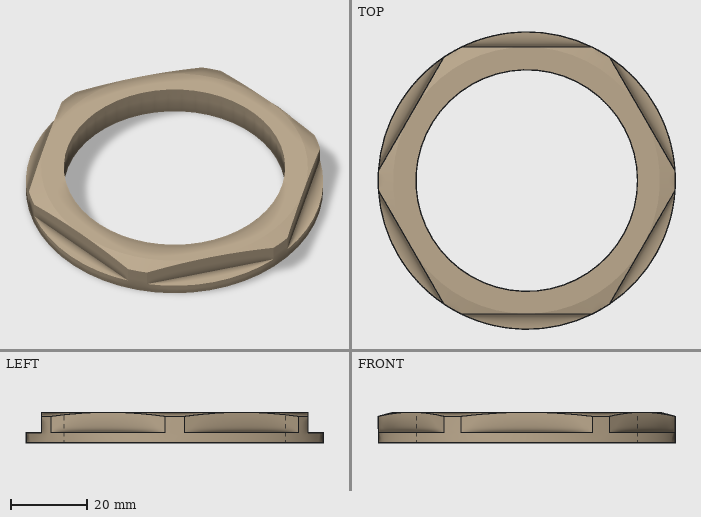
import cadquery as cq
import math

outer_diameter = 78.0
bore_diameter = 58.0
across_flats = 70.0
total_height = 8.0
flange_height = 2.7
chamfer_angle = 15.0

outer_radius = outer_diameter / 2
flat_radius = across_flats / 2
hex_corner_diameter = across_flats / math.cos(math.radians(30))
chamfer_drop = (outer_radius - flat_radius) * math.tan(math.radians(chamfer_angle))


def turned_blank():
    """Solid disc whose top edge is coned down from the circle touching the flats."""
    profile = [
        (0, 0),
        (outer_radius, 0),
        (outer_radius, total_height - chamfer_drop),
        (flat_radius, total_height),
        (0, total_height),
    ]
    return cq.Workplane("XZ").polyline(profile).close().revolve(360, (0, 0, 0), (0, 1, 0))


def nut_envelope():
    """Round flange below a hexagon with two corners on the X axis."""
    flange = cq.Workplane("XY").circle(outer_radius).extrude(flange_height)
    hexagon = cq.Workplane("XY").polygon(6, hex_corner_diameter).extrude(total_height)
    return flange.union(hexagon)


bore = cq.Workplane("XY").circle(bore_diameter / 2).extrude(total_height)
result = turned_blank().intersect(nut_envelope()).cut(bore)

• • • • •

EXERCISE ▸ What you give back must be the data above, reproduced exactly and free of pictures.

REPLY ▸
import cadquery as cq
import math

outer_diameter = 78.0
bore_diameter = 58.0
across_flats = 70.0
total_height = 8.0
flange_height = 2.7
chamfer_angle = 15.0

outer_radius = outer_diameter / 2
flat_radius = across_flats / 2
hex_corner_diameter = across_flats / math.cos(math.radians(30))
chamfer_drop = (outer_radius - flat_radius) * math.tan(math.radians(chamfer_angle))


def turned_blank():
    """Solid disc whose top edge is coned down from the circle touching the flats."""
    profile = [
        (0, 0),
        (outer_radius, 0),
        (outer_radius, total_height - chamfer_drop),
        (flat_radius, total_height),
        (0, total_height),
    ]
    return cq.Workplane("XZ").polyline(profile).close().revolve(360, (0, 0, 0), (0, 1, 0))


def nut_envelope():
    """Round flange below a hexagon with two corners on the X axis."""
    flange = cq.Workplane("XY").circle(outer_radius).extrude(flange_height)
    hexagon = cq.Workplane("XY").polygon(6, hex_corner_diameter).extrude(total_height)
    return flange.union(hexagon)


bore = cq.Workplane("XY").circle(bore_diameter / 2).extrude(total_height)
result = turned_blank().intersect(nut_envelope()).cut(bore)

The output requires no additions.